Me llama la atención, que Greenpeace no ha hecho ninguna actividad contra las prospecciones marroquíes y vaya la que están dando contra las españolas. Que yo sepa, las dos, tanto las prospecciones españolas como marroquíes pueden ser igual de contaminantes, y en caso de accidente... Canarias se va a tragar la marea negra sí o sí. 
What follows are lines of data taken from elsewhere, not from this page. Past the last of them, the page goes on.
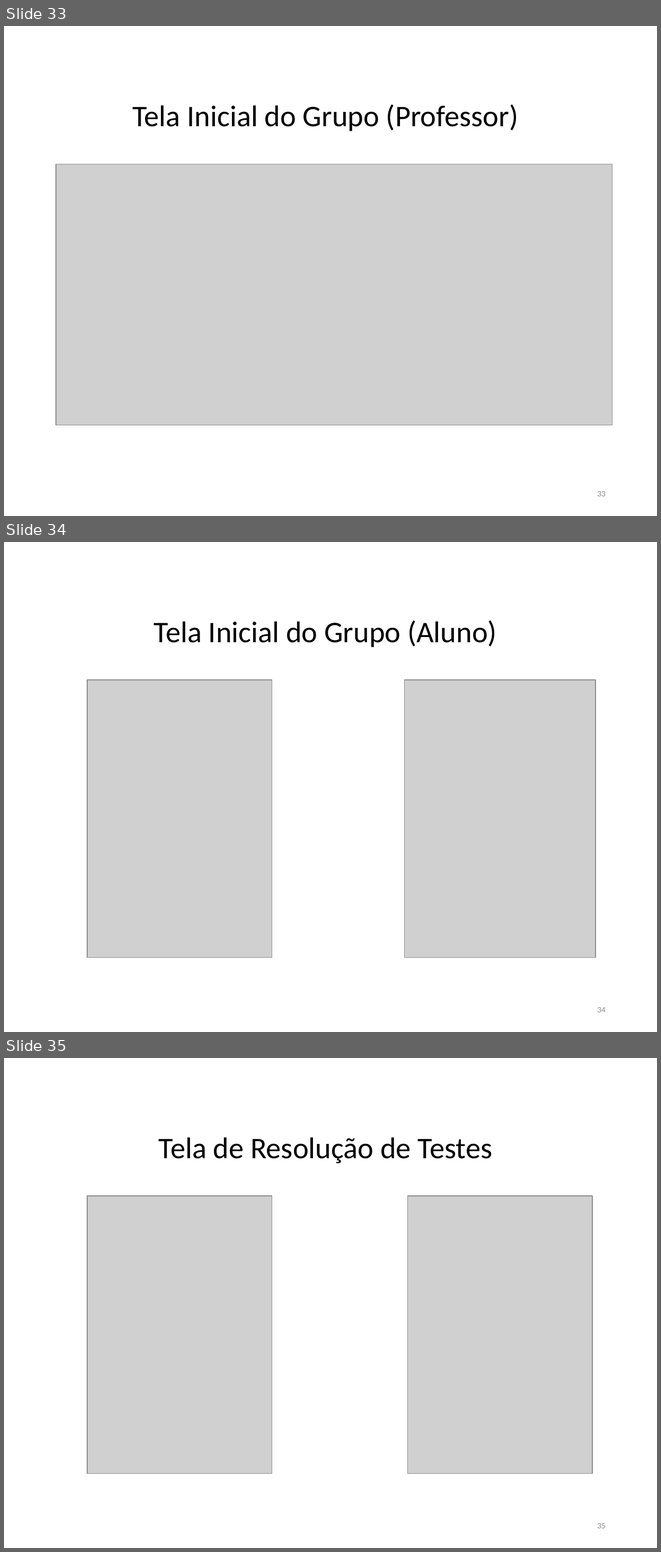
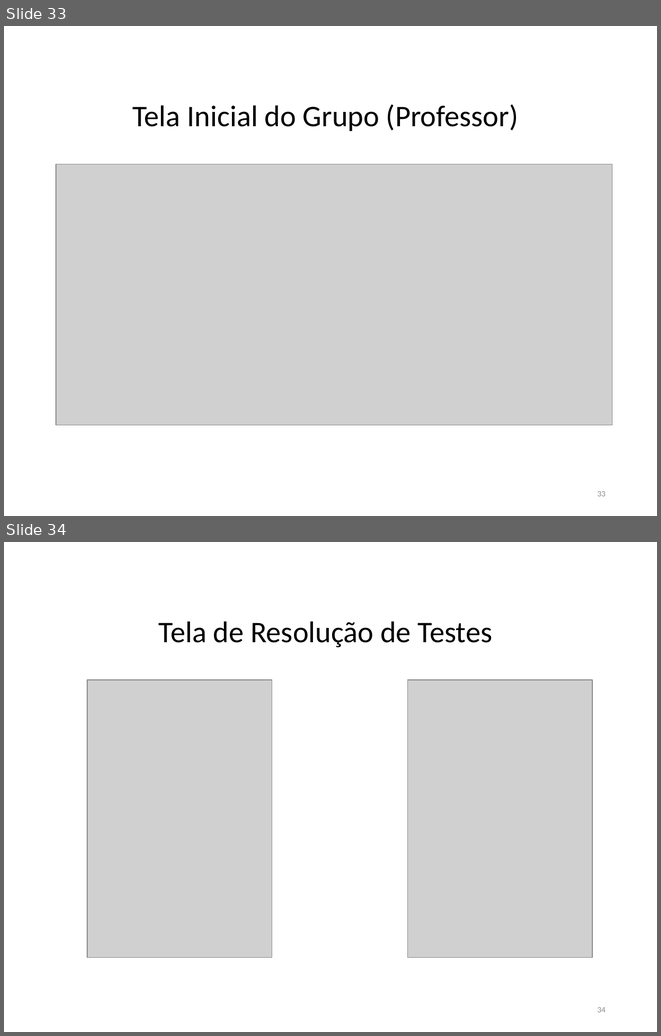
Before and after one commit to FatimaFerreiradeSousa/TCC-Mobile-Leaning, a slide deck: TCC - Documento/TCC II.pptx. Shown one above the other, each under a label of ours: slides 33, 34 and 35 before the commit, slides 33 and 34 after it. The pictures are 661x1552 and 661x1036 pixels, drawn with LibreOffice and Linux fonts; fonts in the diff are those of the drawing; grey boxes stand for pictures. Boxes give left, top, right and bottom in pixels: in the first picture for what was removed or moved away, otherwise in the second. Text is boxed around its words. In the diff, an @@ line names an element or a change of style, - is before the commit and + after.

```diff
--- a/TCC - Documento/TCC II.pptx
+++ b/TCC - Documento/TCC II.pptx
@@ slide 34 removed at bbox=[4, 542, 657, 1032], background #FFFFFF @@
@@ title removed at bbox=[154, 620, 497, 647] @@
-Tela Inicial do Grupo (Aluno)
@@ picture removed at bbox=[87, 680, 272, 958] @@
@@ picture removed at bbox=[404, 680, 595, 958] @@
@@ page number removed at bbox=[597, 1007, 606, 1012] @@
-34
@@ what was slide 35 is now slide 34 @@
@@ page number at bbox=[597, 1007, 606, 1012]: text changed @@
-35
+34
```
Also in this commit, not shown: 1 slide changed.
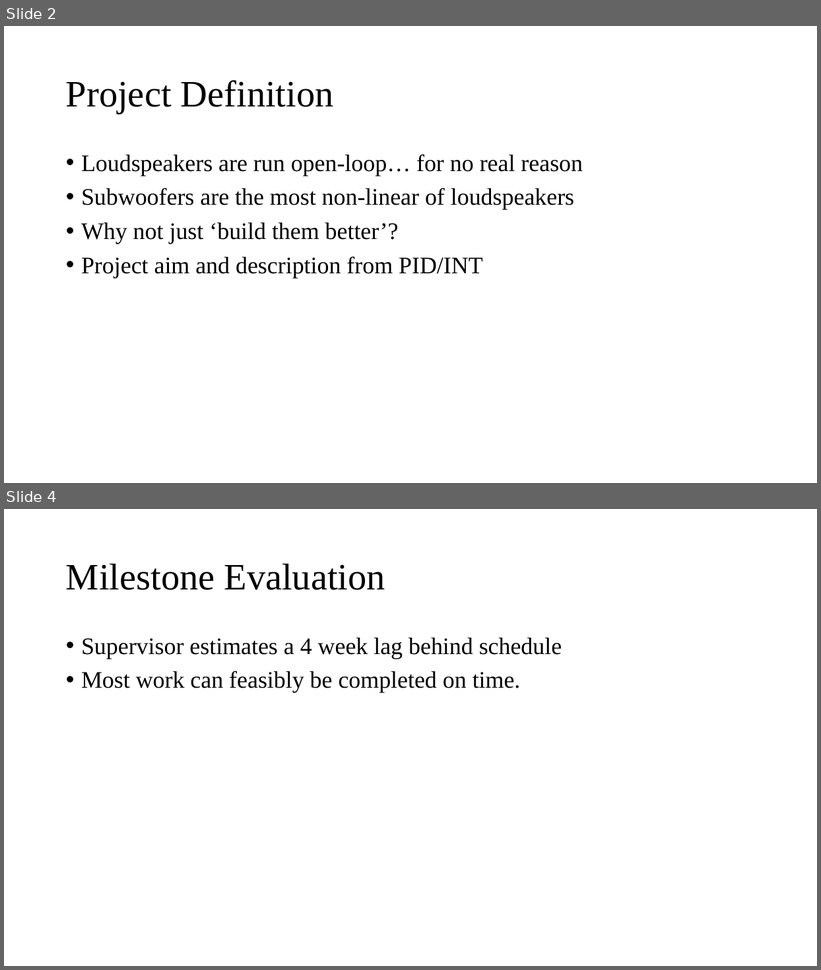
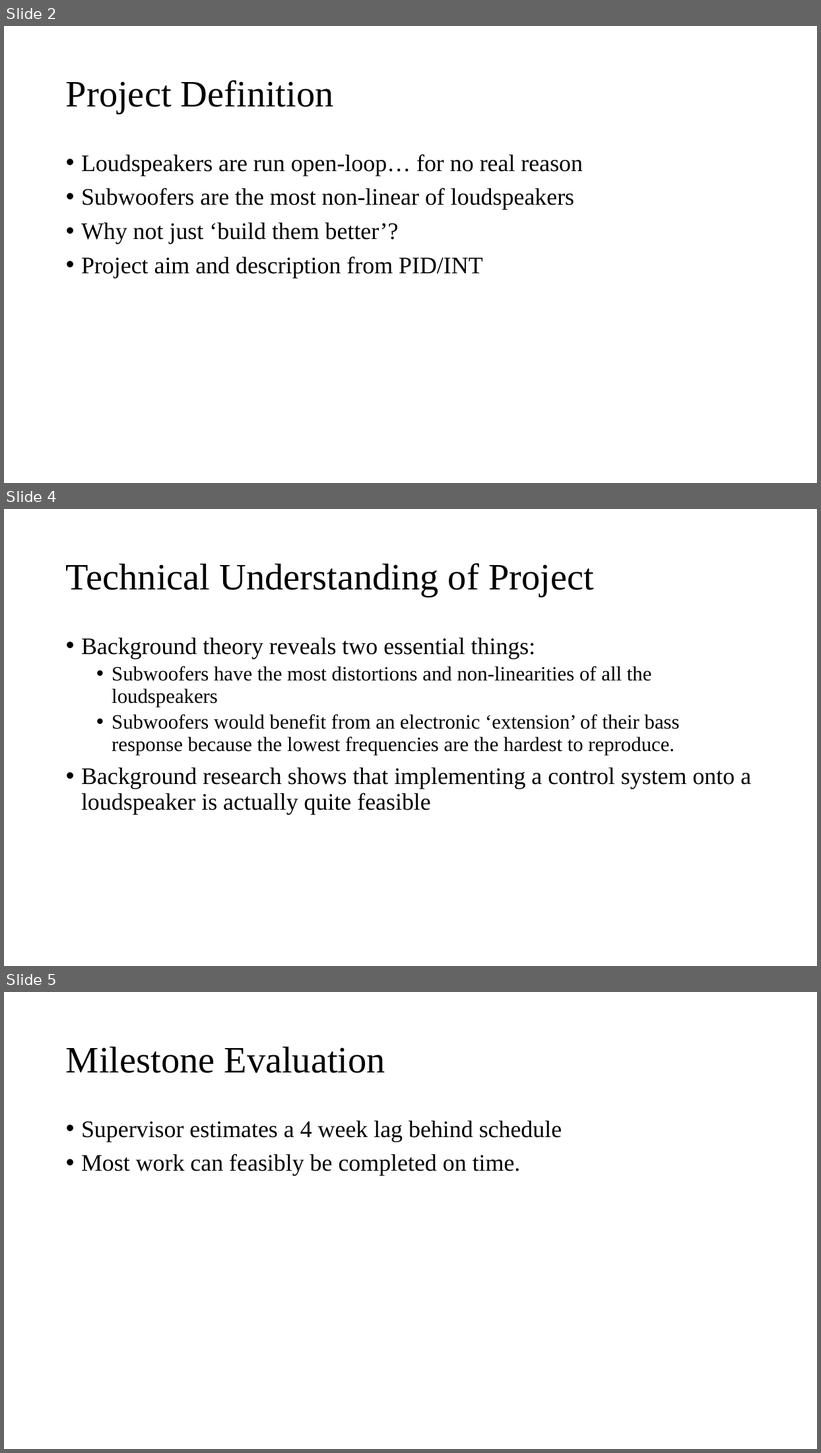
Before and after one commit to spez1998/3rd-year-project, a slide deck: Deliverables/2ndMarkerViva/viva_presentation.pptx. Shown one above the other, each under a label of ours: slides 2 and 4 before the commit, slides 2, 4 and 5 after it; the slides between them are not shown. The pictures are 821x970 and 821x1453 pixels, drawn with LibreOffice and Linux fonts; fonts in the diff are those of the drawing. Boxes give left, top, right and bottom in pixels: in the first picture for what was removed or moved away, otherwise in the second. Text is boxed around its words. In the diff, an @@ line names an element or a change of style, - is before the commit and + after.

```diff
--- a/Deliverables/2ndMarkerViva/viva_presentation.pptx
+++ b/Deliverables/2ndMarkerViva/viva_presentation.pptx
@@ slide 4 added at <box>4,509,817,966</box>, background #FFFFFF @@
@@ title added at <box>66,563,594,597</box>, 44 pt, text #000000 @@
+Technical Understanding of Project
@@ text added at <box>81,638,751,815</box>, 24 pt, text #000000 @@
+• Background theory reveals two essential things:
+  • Subwoofers have the most distortions and non-linearities of all the loudspeakers
+  • Subwoofers would benefit from an electronic ‘extension’ of their bass response because the lowest frequencies are the hardest to reproduce.
+• Background research shows that implementing a control system onto a loudspeaker is actually quite feasible
@@ what was slide 4 is now slide 5 @@
```
Also in this commit, not shown: 1 slide changed, 2 other files.
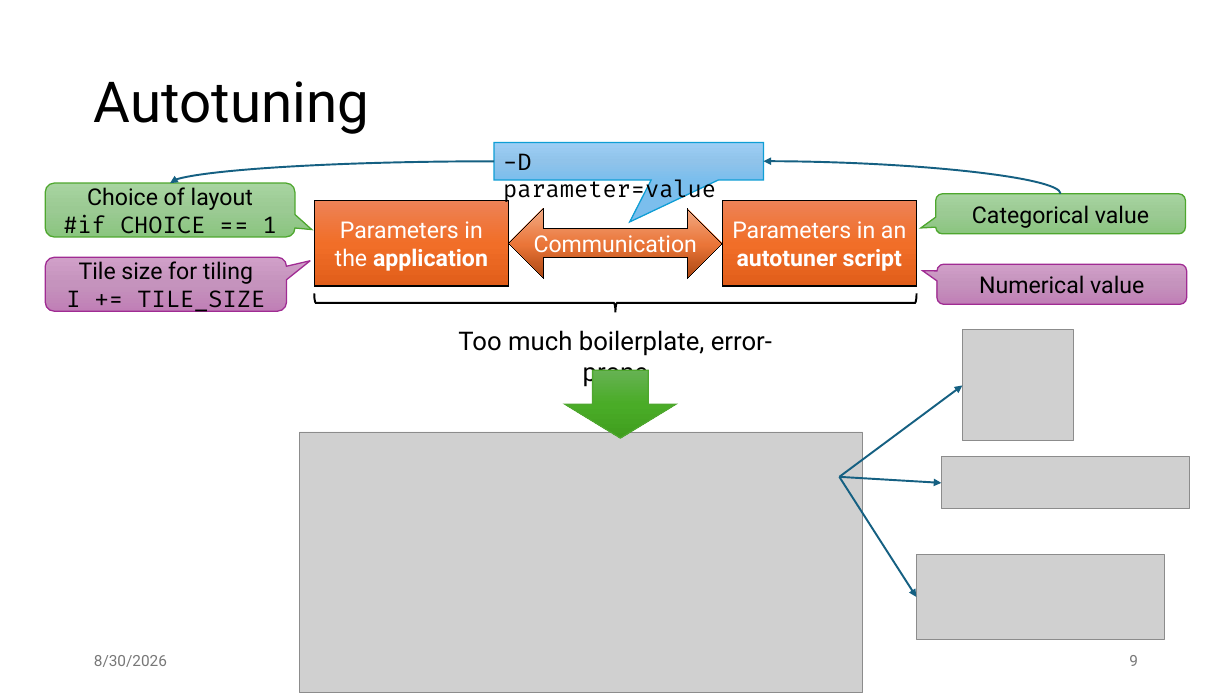
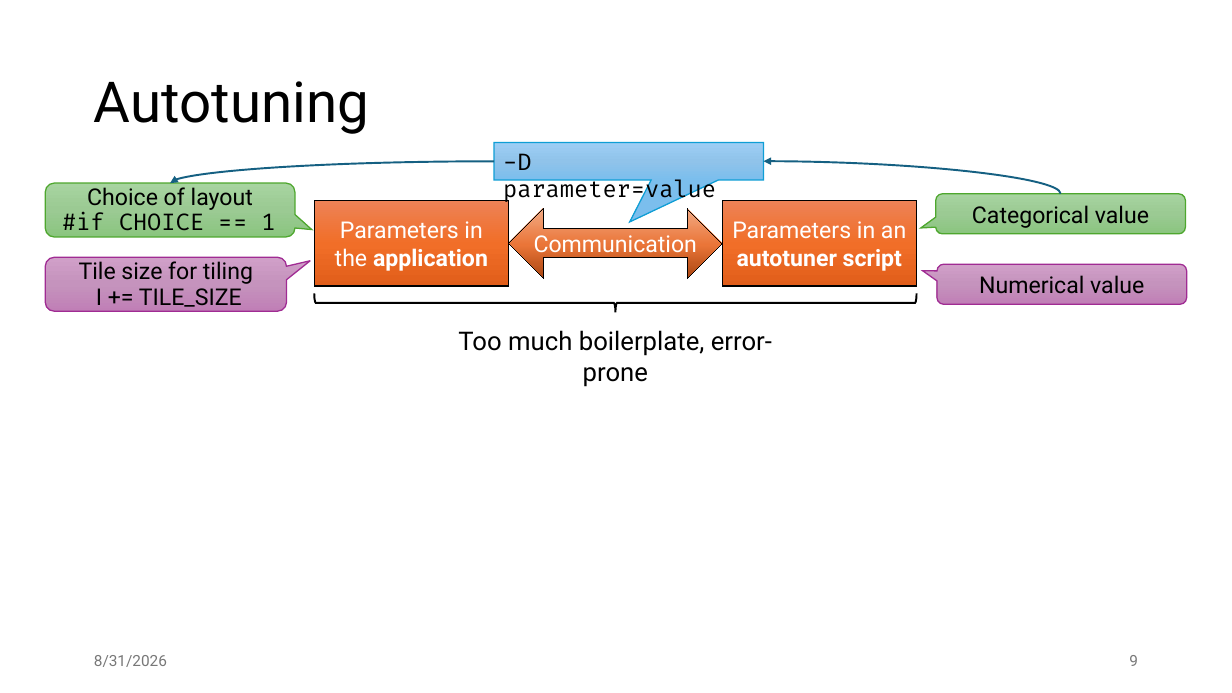
Before and after one commit to jiriklepl/phd-thesis, a slide deck: slide 9 of slides/Optimizing Memory Layouts and Traversal Orders in High-Performance Computing.pptx. Drawn at 1232x693 pixels with LibreOffice and Linux fonts; fonts in the diff are those of the drawing; grey boxes stand for pictures. Boxes give left, top, right and bottom in pixels: in the first picture for what was removed or moved away, otherwise in the second. Text is boxed around its words. In the diff, an @@ line names an element or a change of style, - is before the commit and + after.

```diff
--- a/slides/Optimizing Memory Layouts and Traversal Orders in High-Performance Computing.pptx
+++ b/slides/Optimizing Memory Layouts and Traversal Orders in High-Performance Computing.pptx
@@ text in rounded speech box at [87,187,253,210]: text changed @@
-Choice of layout
-#if CHOICE = = 1
+Choice of layout
@@ text added at [62,212,275,237], 18 pt, text #000000 @@
+#if CHOICE = = 1
@@ text in rounded speech box at [79,261,253,284]: text changed @@
-Tile size for tiling
-I += TILE_SIZE
+Tile size for tiling
@@ text added at [96,288,242,307], 18 pt, text #000000 @@
+I += TILE_SIZE
@@ picture removed at [962,330,1073,441] @@
@@ down arrow removed at [565,371,676,438] @@
@@ arrow removed from (839, 477) to (962, 385) @@
@@ picture removed at [299,433,863,693] @@
@@ arrow removed from (839, 477) to (942, 483) @@
@@ arrow removed from (839, 477) to (917, 597) @@
@@ picture removed at [942,457,1190,508] @@
@@ picture removed at [917,555,1165,640] @@
@@ text at [94,655,167,667]: text changed @@
-8/30/2026
+8/31/2026
```
Also in this commit, not shown: 35 other slides changed, 1 slide added.

Sin embargo, a unas prospecciones se le dan diferente trato que a las otras  :Confused: 

Más llamativo aún es el caso del Sr. Paulino Rivero, atacando con dureza las prospecciones españolas y defendiendo las marroquíes, incluso llegando a decir barbaridades del calibre "El mayor abuso que sufrirá Canarias desde su conquista será realizar las prospecciones petrolíferas".

¿Qué intereses hay detrás de todo ésto? Porque casual, no es...

----------


## F. Lázaro

Vaya vaya, rebuscando un poco por la red, uno se encuentra cosas como ésta.

Osea que, si ellos manejan el negocio del petróleo, entonces sí... pozos petrolíferos hasta en la cima del Teide si es menester.




> http://www.abc.es/20120408/comunidad...-20120408.html
> 
> *Cuando Coalición Canaria quería las prospecciones*
> 
> *Los de Paulino Rivero nunca se opusieron como lo hacen hoy a la posibilidad de la explotación petrolífera*
> 
> 
> 
> Los de Paulino Rivero nunca esgrimieron los argumentos de 2012 para posicionarse en contra del petróleo. Más bien, mantuvieron de forma constante su interés por la posible extracción de hidrocarburos cerca de Canarias. *Una salvedad: querían ser ellos quienes adjudicasen el negocio.*
> ...

----------

ramon (25-nov-2014),Varanya (24-nov-2014)

----------


## No Registrado

F. Lázaro,

Ya puse un poco más arriba algunas de las razones por las que Paulino se opone tan fuertemente a las prospecciones. Es todo política.

Claro que querían ellos cortar el bacalao, así serían ellos, y no Madrid, los que se llevaran los sobres.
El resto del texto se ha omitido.